== YOUR ASSIGNMENT ==
Set down, in full, every record in the block.

***** DATA FOR ANALYSIS

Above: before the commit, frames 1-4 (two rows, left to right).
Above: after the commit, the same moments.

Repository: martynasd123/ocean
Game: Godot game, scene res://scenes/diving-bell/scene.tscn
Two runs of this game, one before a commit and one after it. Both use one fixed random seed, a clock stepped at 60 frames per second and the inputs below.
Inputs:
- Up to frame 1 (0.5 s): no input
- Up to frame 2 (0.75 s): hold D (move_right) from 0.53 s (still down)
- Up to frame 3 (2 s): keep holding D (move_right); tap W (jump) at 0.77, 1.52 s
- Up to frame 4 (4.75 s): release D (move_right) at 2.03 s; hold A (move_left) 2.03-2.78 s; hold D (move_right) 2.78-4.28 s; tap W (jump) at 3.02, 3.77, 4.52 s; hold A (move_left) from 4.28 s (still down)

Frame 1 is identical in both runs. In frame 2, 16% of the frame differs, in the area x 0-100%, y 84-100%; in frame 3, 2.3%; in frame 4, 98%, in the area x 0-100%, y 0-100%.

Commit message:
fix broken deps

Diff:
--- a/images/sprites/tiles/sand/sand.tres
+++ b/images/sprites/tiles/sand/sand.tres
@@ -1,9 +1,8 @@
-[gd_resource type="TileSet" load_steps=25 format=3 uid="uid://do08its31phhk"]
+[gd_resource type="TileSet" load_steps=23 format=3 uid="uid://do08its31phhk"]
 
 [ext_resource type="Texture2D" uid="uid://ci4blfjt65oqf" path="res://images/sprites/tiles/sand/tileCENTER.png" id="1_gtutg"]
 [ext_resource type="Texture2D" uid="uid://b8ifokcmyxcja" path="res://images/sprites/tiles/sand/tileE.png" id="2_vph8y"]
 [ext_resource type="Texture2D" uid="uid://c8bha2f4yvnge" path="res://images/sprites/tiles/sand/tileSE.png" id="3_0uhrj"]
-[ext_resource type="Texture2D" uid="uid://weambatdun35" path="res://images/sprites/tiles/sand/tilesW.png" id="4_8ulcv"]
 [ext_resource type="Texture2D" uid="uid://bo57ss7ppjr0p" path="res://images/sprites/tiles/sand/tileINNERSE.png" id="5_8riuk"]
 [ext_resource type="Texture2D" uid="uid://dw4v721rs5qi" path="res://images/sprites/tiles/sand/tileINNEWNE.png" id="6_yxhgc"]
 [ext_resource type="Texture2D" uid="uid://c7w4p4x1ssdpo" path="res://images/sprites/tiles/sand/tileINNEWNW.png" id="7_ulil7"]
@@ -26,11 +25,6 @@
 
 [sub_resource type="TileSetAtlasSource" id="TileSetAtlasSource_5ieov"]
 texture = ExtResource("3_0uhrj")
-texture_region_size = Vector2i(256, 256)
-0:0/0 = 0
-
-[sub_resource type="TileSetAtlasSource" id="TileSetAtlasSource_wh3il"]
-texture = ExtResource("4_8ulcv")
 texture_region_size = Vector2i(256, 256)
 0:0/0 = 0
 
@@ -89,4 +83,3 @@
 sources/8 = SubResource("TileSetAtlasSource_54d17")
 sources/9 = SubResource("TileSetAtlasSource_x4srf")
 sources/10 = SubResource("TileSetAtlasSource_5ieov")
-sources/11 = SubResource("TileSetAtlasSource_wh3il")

**********

== EXERCISE OUTPUT ==
Above: before the commit, frames 1-4 (two rows, left to right).
Above: after the commit, the same moments.

Repository: martynasd123/ocean
Game: Godot game, scene res://scenes/diving-bell/scene.tscn
Two runs of this game, one before a commit and one after it. Both use one fixed random seed, a clock stepped at 60 frames per second and the inputs below.
Inputs:
- Up to frame 1 (0.5 s): no input
- Up to frame 2 (0.75 s): hold D (move_right) from 0.53 s (still down)
- Up to frame 3 (2 s): keep holding D (move_right); tap W (jump) at 0.77, 1.52 s
- Up to frame 4 (4.75 s): release D (move_right) at 2.03 s; hold A (move_left) 2.03-2.78 s; hold D (move_right) 2.78-4.28 s; tap W (jump) at 3.02, 3.77, 4.52 s; hold A (move_left) from 4.28 s (still down)

Frame 1 is identical in both runs. In frame 2, 16% of the frame differs, in the area x 0-100%, y 84-100%; in frame 3, 2.3%; in frame 4, 98%, in the area x 0-100%, y 0-100%.

Commit message:
fix broken deps

Diff:
--- a/images/sprites/tiles/sand/sand.tres
+++ b/images/sprites/tiles/sand/sand.tres
@@ -1,9 +1,8 @@
-[gd_resource type="TileSet" load_steps=25 format=3 uid="uid://do08its31phhk"]
+[gd_resource type="TileSet" load_steps=23 format=3 uid="uid://do08its31phhk"]
 
 [ext_resource type="Texture2D" uid="uid://ci4blfjt65oqf" path="res://images/sprites/tiles/sand/tileCENTER.png" id="1_gtutg"]
 [ext_resource type="Texture2D" uid="uid://b8ifokcmyxcja" path="res://images/sprites/tiles/sand/tileE.png" id="2_vph8y"]
 [ext_resource type="Texture2D" uid="uid://c8bha2f4yvnge" path="res://images/sprites/tiles/sand/tileSE.png" id="3_0uhrj"]
-[ext_resource type="Texture2D" uid="uid://weambatdun35" path="res://images/sprites/tiles/sand/tilesW.png" id="4_8ulcv"]
 [ext_resource type="Texture2D" uid="uid://bo57ss7ppjr0p" path="res://images/sprites/tiles/sand/tileINNERSE.png" id="5_8riuk"]
 [ext_resource type="Texture2D" uid="uid://dw4v721rs5qi" path="res://images/sprites/tiles/sand/tileINNEWNE.png" id="6_yxhgc"]
 [ext_resource type="Texture2D" uid="uid://c7w4p4x1ssdpo" path="res://images/sprites/tiles/sand/tileINNEWNW.png" id="7_ulil7"]
@@ -26,11 +25,6 @@
 
 [sub_resource type="TileSetAtlasSource" id="TileSetAtlasSource_5ieov"]
 texture = ExtResource("3_0uhrj")
-texture_region_size = Vector2i(256, 256)
-0:0/0 = 0
-
-[sub_resource type="TileSetAtlasSource" id="TileSetAtlasSource_wh3il"]
-texture = ExtResource("4_8ulcv")
 texture_region_size = Vector2i(256, 256)
 0:0/0 = 0
 
@@ -89,4 +83,3 @@
 sources/8 = SubResource("TileSetAtlasSource_54d17")
 sources/9 = SubResource("TileSetAtlasSource_x4srf")
 sources/10 = SubResource("TileSetAtlasSource_5ieov")
-sources/11 = SubResource("TileSetAtlasSource_wh3il")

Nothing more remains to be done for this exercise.